Miniature robotic blimps, as one type of lighter-than-air aerial vehicles, have attracted increasing attention in the science and engineering community for their enhanced safety, extended endurance, and quieter operation compared to quadrotors. Accurately modeling the dynamics of these robotic blimps poses a significant challenge due to the complex aerodynamics stemming from their large lifting bodies. Traditional first-principle models have difficulty obtaining accurate aerodynamic parameters and often overlook high-order nonlinearities, thus coming to its limit in modeling the motion dynamics of miniature robotic blimps. To tackle this challenge, this letter proposes the Auto-tuning Blimp-oriented Neural Ordinary Differential Equation method (ABNODE), a data-driven approach that integrates first-principle and neural network modeling. Spiraling motion experiments of robotic blimps are conducted, comparing the ABNODE with first-principle and other data-driven benchmark models, the results of which demonstrate the effectiveness of the proposed method.

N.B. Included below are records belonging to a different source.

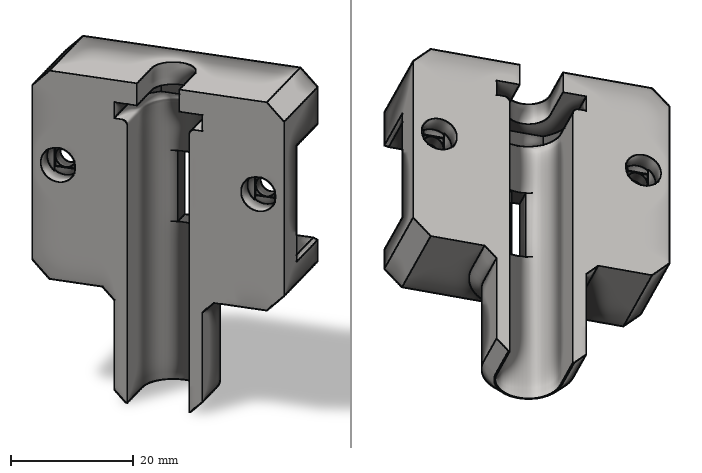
import cadquery as cq
import math

plate_width = 44.0
plate_depth = 15.7
top_z = 57.0
plate_bottom_z = 20.0
plate_corner = 3.0

axis_y = 7.0
neck_radius = 7.7
neck_chamfer = 2.05

bore_radius = 5.4
tip_radius = 3.7
collar_radius = neck_radius
collar_bottom_z = 50.2
collar_top_z = 53.05
collar_flat_distance = 6.25
collar_back_y = axis_y + collar_flat_distance
collar_fillet = 0.95
lip_radius = bore_radius + collar_fillet
lip_bottom_z = collar_bottom_z - collar_fillet

window_bottom_z = 28.0
window_top_z = 40.6
window_half_width = 1.2
window_mouth_half_width = 2.2
window_bevel_depth = 0.45

pocket_front_y = 5.85
pocket_inner_x = -neck_radius
pocket_bottom_z = 27.4
pocket_top_z = 46.85
pocket_chamfer = 0.55

hole_x = 17.5
hole_z = 40.45
hole_radius = 1.75
counterbore_radius = 3.0
counterbore_depth = 3.0
bridge_layer = 0.3


def block(x_min, x_max, y_min, y_max, z_min, z_max):
    """Box given by its limits along each axis."""
    return (
        cq.Workplane("XY")
        .box(x_max - x_min, y_max - y_min, z_max - z_min, centered=False)
        .translate((x_min, y_min, z_min))
    )


def rod(radius, y_min, y_max, x, z):
    """Cylinder along Y."""
    return (
        cq.Workplane("XZ", origin=(x, y_min, z))
        .circle(radius)
        .extrude(y_min - y_max)
    )


def arch(radius, z_min, z_max):
    """Prism along Z with a flat front on y = 0 and a half-round back around the axis."""
    return (
        cq.Workplane("XY", origin=(0, 0, z_min))
        .moveTo(-radius, 0)
        .lineTo(-radius, axis_y)
        .threePointArc((0, axis_y + radius), (radius, axis_y))
        .lineTo(radius, 0)
        .close()
        .extrude(z_max - z_min)
    )


def tapered_arch(bottom_radius, top_radius, z_min):
    """Arch whose radius changes at 45 degrees, starting at z_min."""
    height = abs(top_radius - bottom_radius)
    z_max = z_min + height
    cone = (
        cq.Workplane("XZ", origin=(0, axis_y, 0))
        .polyline([(0, z_min), (bottom_radius, z_min), (top_radius, z_max), (0, z_max)])
        .close()
        .revolve(360, (0, 0), (0, 1))
    )
    wedge = (
        cq.Workplane("XZ")
        .polyline([
            (-bottom_radius, z_min),
            (bottom_radius, z_min),
            (top_radius, z_max),
            (-top_radius, z_max),
        ])
        .close()
        .extrude(-axis_y)
    )
    return cone.union(wedge)


def make_plate():
    plate = block(
        -plate_width / 2, plate_width / 2, 0, plate_depth, plate_bottom_z, top_z
    )
    return plate.edges("|Y").chamfer(plate_corner)


def make_neck():
    straight = arch(neck_radius, neck_chamfer, plate_bottom_z)
    foot = tapered_arch(neck_radius - neck_chamfer, neck_radius, 0)
    flare = tapered_arch(
        neck_radius, neck_radius + neck_chamfer, plate_bottom_z - neck_chamfer
    )
    plate_slab = block(-plate_width / 2, plate_width / 2, 0, plate_depth, 0, top_z)
    return straight.union(foot).union(flare).intersect(plate_slab)


def make_channel():
    """Bore, collar seat with a rounded lower lip, and narrow tip slot."""
    collar = arch(collar_radius, collar_bottom_z, collar_top_z)
    collar = collar.intersect(
        block(-collar_radius, collar_radius, 0, collar_back_y, 0, top_z)
    )
    bore = arch(bore_radius, 0, collar_bottom_z)
    tip = arch(tip_radius, collar_top_z, top_z)
    return bore.union(collar).union(tip).union(make_lip())


def lip_profile(plane_y):
    """Half section of the lip, from the axis out to the rounded edge."""
    arc_offset = collar_fillet * (1 - math.sqrt(0.5))
    return (
        cq.Workplane("XZ", origin=(0, plane_y, 0))
        .moveTo(0, lip_bottom_z)
        .lineTo(bore_radius, lip_bottom_z)
        .threePointArc(
            (bore_radius + arc_offset, collar_bottom_z - arc_offset),
            (lip_radius, collar_bottom_z),
        )
        .lineTo(0, collar_bottom_z)
        .close()
    )


def make_lip():
    """Space freed by rounding the edge between the bore and the collar seat."""
    round_part = lip_profile(axis_y).revolve(360, (0, 0), (0, 1))
    straight_part = lip_profile(0).extrude(-axis_y)
    lip = round_part.union(straight_part).union(straight_part.mirror("YZ"))
    return lip.intersect(
        block(-lip_radius, lip_radius, 0, collar_back_y, lip_bottom_z, collar_bottom_z)
    )


def make_window():
    mouth_y = axis_y + math.sqrt(bore_radius**2 - window_mouth_half_width**2)
    bevel_end_y = mouth_y + window_bevel_depth
    return (
        cq.Workplane("XY", origin=(0, 0, window_bottom_z))
        .polyline([
            (-window_mouth_half_width, mouth_y),
            (-window_half_width, bevel_end_y),
            (-window_half_width, plate_depth),
            (window_half_width, plate_depth),
            (window_half_width, bevel_end_y),
            (window_mouth_half_width, mouth_y),
        ])
        .close()
        .extrude(window_top_z - window_bottom_z)
    )


def make_pocket():
    """Left back pocket, open to the side, its rims on the side and back faces chamfered."""
    side_x = -plate_width / 2
    pocket = block(
        side_x, pocket_inner_x, pocket_front_y, plate_depth, pocket_bottom_z, pocket_top_z
    )
    side_rim = (
        cq.Workplane("XZ", origin=(0, pocket_front_y, 0))
        .polyline([
            (side_x, pocket_bottom_z - pocket_chamfer),
            (side_x + pocket_chamfer, pocket_bottom_z),
            (side_x + pocket_chamfer, pocket_top_z),
            (side_x, pocket_top_z + pocket_chamfer),
        ])
        .close()
        .extrude(pocket_front_y - plate_depth)
    )
    rim_width = pocket_inner_x - side_x + pocket_chamfer
    rim_height = pocket_top_z - pocket_bottom_z + 2 * pocket_chamfer
    back_rim = (
        cq.Workplane("XZ", origin=(0, plate_depth, 0))
        .center(side_x + rim_width / 2, (pocket_bottom_z + pocket_top_z) / 2)
        .rect(rim_width, rim_height)
        .extrude(pocket_chamfer, taper=45)
    )
    return pocket.union(side_rim).union(back_rim)


def make_screw_hole():
    """Left counterbored hole; two stepped layers narrow the counterbore to the hole."""
    strip_end_y = counterbore_depth + bridge_layer
    square_end_y = strip_end_y + bridge_layer
    x_min = -hole_x - hole_radius
    x_max = -hole_x + hole_radius
    counterbore = rod(counterbore_radius, 0, counterbore_depth, -hole_x, hole_z)
    strip = rod(counterbore_radius, 0, strip_end_y, -hole_x, hole_z).intersect(
        block(x_min, x_max, 0, strip_end_y, 0, top_z)
    )
    square = block(
        x_min, x_max, 0, square_end_y, hole_z - hole_radius, hole_z + hole_radius
    )
    hole = rod(hole_radius, 0, pocket_front_y, -hole_x, hole_z)
    return counterbore.union(strip).union(square).union(hole)


body = make_plate().union(make_neck())
body = body.cut(make_channel()).cut(make_window())
for left_cut in (make_pocket(), make_screw_hole()):
    body = body.cut(left_cut).cut(left_cut.mirror("YZ"))

result = body
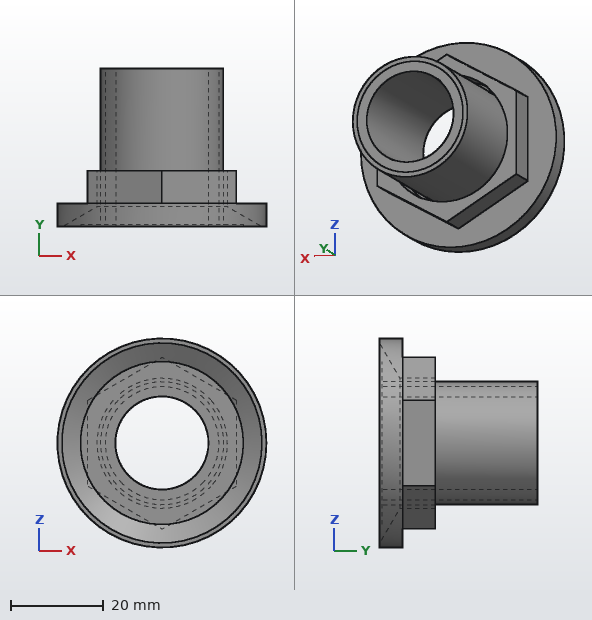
import cadquery as cq
import math

nut_diameter = 45.0
total_length = 34.0
collar_thickness = 5.0
hex_length = 7.0
hex_across_flats = 32.0
nut_hole_diameter = 28.0
dish_mouth_diameter = 43.0
dish_half_angle = math.radians(60)

bore_diameter = 20.0
liner_diameter = 24.4
sleeve_diameter = 26.45
flange_diameter = 35.0
flange_thickness = 0.5

front_y = -total_length / 2
collar_back_y = front_y + collar_thickness
flange_back_y = front_y + flange_thickness
sleeve_length = total_length - flange_thickness

hex_across_corners = hex_across_flats / math.cos(math.radians(30))
dish_depth = (dish_mouth_diameter - nut_hole_diameter) / 2 / math.tan(dish_half_angle)


def cylinder(diameter, start_y, length):
    """Solid cylinder on the Y axis, running toward +Y from start_y."""
    return cq.Workplane("XZ", origin=(0, start_y, 0)).circle(diameter / 2).extrude(-length)


def make_hexagon():
    """Hexagonal block behind the collar: flats at +X and -X, corners along Z."""
    return (
        cq.Workplane("XZ", origin=(0, collar_back_y, 0))
        .transformed(rotate=(0, 0, 90))
        .polygon(6, hex_across_corners)
        .extrude(-hex_length)
    )


def make_dish():
    """Cone narrowing from the dish mouth to the hole through the nut."""
    dish_floor_y = front_y + dish_depth
    return (
        cq.Workplane("XY")
        .moveTo(0, front_y)
        .lineTo(dish_mouth_diameter / 2, front_y)
        .lineTo(nut_hole_diameter / 2, dish_floor_y)
        .lineTo(0, dish_floor_y)
        .close()
        .revolve(360, (0, 0, 0), (0, 1, 0))
    )


def make_nut():
    """Round collar with a conical dish in front and a hexagon behind."""
    collar = cylinder(nut_diameter, front_y, collar_thickness)
    hole = cylinder(nut_hole_diameter, front_y, collar_thickness + hex_length)
    return collar.union(make_hexagon()).cut(make_dish()).cut(hole)


def make_liner():
    """Inner pipe with a thin flange at the front, flush with the nut rim."""
    flange = cylinder(flange_diameter, front_y, flange_thickness)
    pipe = cylinder(liner_diameter, front_y, total_length)
    bore = cylinder(bore_diameter, front_y, total_length)
    return flange.union(pipe).cut(bore)


def make_sleeve():
    """Outer tube around the liner, from the back of the flange to the end."""
    tube = cylinder(sleeve_diameter, flange_back_y, sleeve_length)
    return tube.cut(cylinder(liner_diameter, flange_back_y, sleeve_length))


nut = make_nut()
liner = make_liner()
sleeve = make_sleeve()

result = cq.Compound.makeCompound([nut.val(), liner.val(), sleeve.val()])
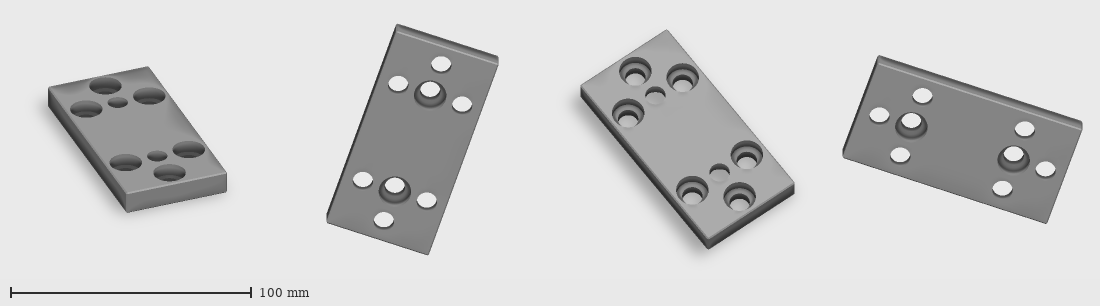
import cadquery as cq

length = 90.0
width = length / 2
thickness = 10.0
edge_chamfer = 0.5

hole_diameter = 8.5
counterbore_diameter = 13.5
counterbore_depth = 5.3
inner_column_x = length / 4
outer_hole_x = 36.5
row_offset_y = 14.0

bottom_bored_points = [(side * inner_column_x, 0) for side in (-1, 1)]
top_bored_points = []
for side in (-1, 1):
    top_bored_points += [
        (side * inner_column_x, row_offset_y),
        (side * inner_column_x, -row_offset_y),
        (side * outer_hole_x, 0),
    ]


def chamfered_plate():
    """Rectangular plate, centred on the origin, with every edge broken."""
    return cq.Workplane("XY").box(length, width, thickness).edges().chamfer(edge_chamfer)


def counterbored_holes(plate, face, points):
    """Counterbored through holes sunk from the selected face."""
    return (
        plate.faces(face)
        .workplane(origin=(0, 0, 0))
        .pushPoints(points)
        .cboreHole(hole_diameter, counterbore_diameter, counterbore_depth)
    )


plate = chamfered_plate()
plate = counterbored_holes(plate, ">Z", top_bored_points)
result = counterbored_holes(plate, "<Z", bottom_bored_points)
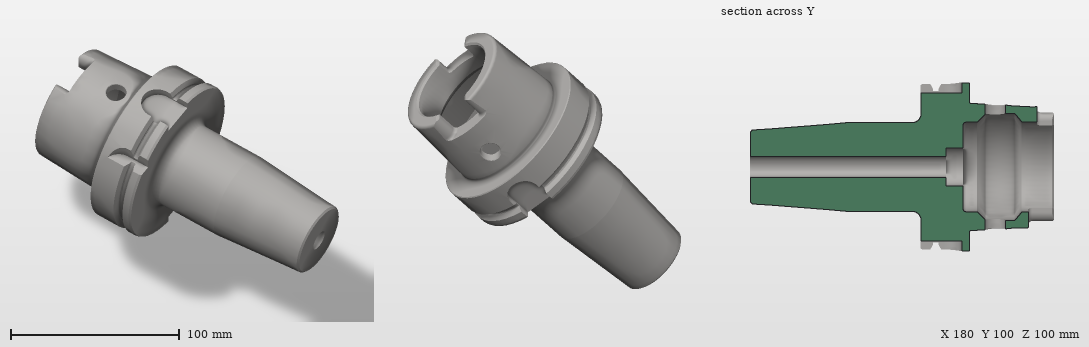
import cadquery as cq
import math

total_length = 180.0
taper_end = 47.9
flange_front = 50.0
flange_back = 79.0
nose_taper_start = 122.8

taper_mouth_dia = 70.7
taper_slope = 1 / 20
lip_fillet = 2.0
neck_dia = 75.5
neck_chamfer_length = 0.7
neck_fillet = 1.0

flange_dia = 100.0
flange_front_chamfer = 0.5
flange_back_chamfer_length = 1.5
flange_back_chamfer_height = 0.5
groove_centre = 70.0
groove_top_width = 6.5
groove_floor_width = 3.2
groove_floor_dia = 91.8
groove_floor_fillet = 0.5
groove_flank_angle = 30.0

nose_dia = 53.0
nose_fillet = 5.0
nose_half_angle = 4.5
nose_end_chamfer = 1.0

cavity_dia = 53.0
mouth_chamfer = 1.0
recess_dia = 63.0
recess_start = 19.0
recess_end = 45.5
recess_entry_angle = 50.0
cavity_depth = 54.0
cavity_floor_fillet = 2.0
counterbore_dia = 22.3
counterbore_depth = 10.0
through_hole_dia = 12.0

slot_width = 20.0
slot_shoulder_radius = 5.0
slot_shoulder_height = 32.2
shallow_slot_depth = 10.0
deep_slot_depth = 15.0
slot_end_fillet = 2.0
slot_mouth_chamfer_width = 1.8
slot_mouth_chamfer_depth = 1.0

cross_hole_x = 35.0
cross_hole_dia = 12.0
cross_hole_chamfer = 0.4

keyway_width = 20.0
keyway_centre_x = 64.8
keyway_floor_height = 44.0
notch_offset = 31.5

clearance = 1.8


def tan_deg(angle):
    return math.tan(math.radians(angle))


def revolve_about_x(profile):
    return profile.close().revolve(360, (0, 0, 0), (1, 0, 0))


def turned_body():
    mouth_r = taper_mouth_dia / 2
    taper_end_r = mouth_r + taper_end * taper_slope
    neck_r = neck_dia / 2
    flange_r = flange_dia / 2
    nose_r = nose_dia / 2
    nose_end_r = nose_r - (total_length - nose_taper_start) * tan_deg(nose_half_angle)
    profile = (
        cq.Workplane("XY")
        .lineTo(0, mouth_r)
        .lineTo(taper_end, taper_end_r)
        .lineTo(taper_end + neck_chamfer_length, neck_r)
        .lineTo(flange_front - neck_fillet, neck_r)
        .radiusArc((flange_front, neck_r + neck_fillet), -neck_fillet)
        .lineTo(flange_front, flange_r - flange_front_chamfer)
        .lineTo(flange_front + flange_front_chamfer, flange_r)
        .lineTo(flange_back - flange_back_chamfer_length, flange_r)
        .lineTo(flange_back, flange_r - flange_back_chamfer_height)
        .lineTo(flange_back, nose_r + nose_fillet)
        .radiusArc((flange_back + nose_fillet, nose_r), -nose_fillet)
        .lineTo(nose_taper_start, nose_r)
        .lineTo(total_length, nose_end_r)
        .lineTo(total_length, 0)
    )
    body = revolve_about_x(profile)
    body = body.faces("<X").edges().fillet(lip_fillet)
    return body.faces(">X").edges().chamfer(nose_end_chamfer)


def gripper_groove():
    flange_r = flange_dia / 2
    floor_r = groove_floor_dia / 2
    flank_run = (groove_top_width - groove_floor_width) / 2
    flank_foot_r = flange_r - flank_run / tan_deg(groove_flank_angle)
    half_profile = [
        (groove_floor_width / 2, floor_r),
        (groove_floor_width / 2, flank_foot_r),
        (groove_top_width / 2, flange_r),
        (groove_top_width / 2, flange_r + clearance),
    ]
    left = [(groove_centre - x, r) for x, r in half_profile]
    right = [(groove_centre + x, r) for x, r in reversed(half_profile)]
    groove = revolve_about_x(cq.Workplane("XY").polyline(left + right))
    floor_edges = cq.selectors.RadiusNthSelector(0)
    return groove.edges(floor_edges).fillet(groove_floor_fillet)


def cavity():
    bore_r = cavity_dia / 2
    recess_r = recess_dia / 2
    recess_step = recess_r - bore_r
    entry_cone_length = recess_step / tan_deg(recess_entry_angle)
    exit_cone_length = recess_step
    profile = (
        cq.Workplane("XY")
        .lineTo(0, bore_r + mouth_chamfer)
        .lineTo(mouth_chamfer, bore_r)
        .lineTo(recess_start, bore_r)
        .lineTo(recess_start + entry_cone_length, recess_r)
        .lineTo(recess_end - exit_cone_length, recess_r)
        .lineTo(recess_end, bore_r)
        .lineTo(cavity_depth - cavity_floor_fillet, bore_r)
        .radiusArc((cavity_depth, bore_r - cavity_floor_fillet), cavity_floor_fillet)
        .lineTo(cavity_depth, counterbore_dia / 2)
        .lineTo(cavity_depth + counterbore_depth, counterbore_dia / 2)
        .lineTo(cavity_depth + counterbore_depth, through_hole_dia / 2)
        .lineTo(total_length, through_hole_dia / 2)
        .lineTo(total_length, 0)
    )
    return revolve_about_x(profile)


def drive_slot(depth):
    """Slot open towards -X and +Z whose walls flare outwards to a flat shoulder."""
    wall_y = slot_width / 2
    shoulder_y = wall_y + slot_shoulder_radius
    outer_y = shoulder_y + clearance
    wall_top = slot_shoulder_height - slot_shoulder_radius
    top = taper_mouth_dia / 2 + 2 * clearance
    slot = (
        cq.Workplane("YZ", origin=(-clearance, 0, 0))
        .moveTo(-wall_y, 0)
        .lineTo(-wall_y, wall_top)
        .radiusArc((-shoulder_y, slot_shoulder_height), -slot_shoulder_radius)
        .lineTo(-outer_y, slot_shoulder_height)
        .lineTo(-outer_y, top)
        .lineTo(outer_y, top)
        .lineTo(outer_y, slot_shoulder_height)
        .lineTo(shoulder_y, slot_shoulder_height)
        .radiusArc((wall_y, wall_top), -slot_shoulder_radius)
        .lineTo(wall_y, 0)
        .close()
        .extrude(depth + clearance)
    )
    outline_edges = cq.selectors.BoxSelector(
        (0, -shoulder_y, wall_top / 4),
        (depth + clearance, shoulder_y, slot_shoulder_height),
    )
    slot = slot.faces(">X").edges(outline_edges).fillet(slot_end_fillet)
    mouth_flare = (
        cq.Workplane("XY")
        .polyline([
            (0, -wall_y - slot_mouth_chamfer_width),
            (slot_mouth_chamfer_depth, -wall_y),
            (slot_mouth_chamfer_depth, wall_y),
            (0, wall_y + slot_mouth_chamfer_width),
        ])
        .close()
        .extrude(top)
    )
    return slot.union(mouth_flare)


def cross_hole():
    return (
        cq.Workplane("XY", origin=(cross_hole_x, 0, -neck_dia))
        .circle(cross_hole_dia / 2)
        .extrude(2 * neck_dia)
    )


def cross_hole_rims():
    """Selects the two outer mouths of the cross hole."""
    half_box = cross_hole_dia / 2 + clearance
    wall_middle = (neck_dia + recess_dia) / 4

    def rim_box(low_z, high_z):
        return cq.selectors.BoxSelector(
            (cross_hole_x - half_box, -half_box, low_z), (cross_hole_x + half_box, half_box, high_z)
        )

    return rim_box(wall_middle, neck_dia) + rim_box(-neck_dia, -wall_middle)


def keyway(centre_y, floor_z):
    """Round-ended cutter path running out through the back of the flange."""
    run_out = flange_back - keyway_centre_x
    round_end = (
        cq.Workplane("XY", origin=(keyway_centre_x, centre_y, floor_z))
        .circle(keyway_width / 2)
        .extrude(flange_dia / 2)
    )
    straight = (
        cq.Workplane("XY", origin=(keyway_centre_x, centre_y, floor_z))
        .box(run_out, keyway_width, flange_dia / 2, centered=(False, True, False))
    )
    return round_end.union(straight)


def turned_over(solid):
    return solid.rotate((0, 0, 0), (1, 0, 0), 180)


result = turned_body().cut(gripper_groove()).cut(cavity())

result = result.cut(drive_slot(shallow_slot_depth))
result = result.cut(turned_over(drive_slot(deep_slot_depth)))
result = result.cut(cross_hole())
result = result.edges(cross_hole_rims()).chamfer(cross_hole_chamfer)

top_keyway = keyway(0, keyway_floor_height)
corner_notch = keyway(-notch_offset - keyway_width / 2, notch_offset)
result = result.cut(top_keyway).cut(turned_over(top_keyway)).cut(corner_notch)

翻译：小型机器人飞艇作为一种轻于空气的飞行器，因其相比四旋翼飞行器具有更高的安全性、更长的续航能力和更安静的操作，正日益引起科学与工程界的关注。精确建模这些机器人飞艇的动力学面临重大挑战，这源于其大型升力体产生的复杂空气动力学特性。传统第一性原理模型难以获取精确的气动参数，且往往忽略高阶非线性，因此在建模小型机器人飞艇运动动力学方面已达到其极限。为解决这一挑战，本文提出了一种面向飞艇的自动调优神经常微分方程方法（Auto-tuning Blimp-oriented Neural Ordinary Differential Equation method, ABNODE），这是一种融合第一性原理与神经网络建模的数据驱动方法。通过进行机器人飞艇螺旋运动实验，将ABNODE与第一性原理及其他数据驱动基准模型进行比较，实验结果证明了所提方法的有效性。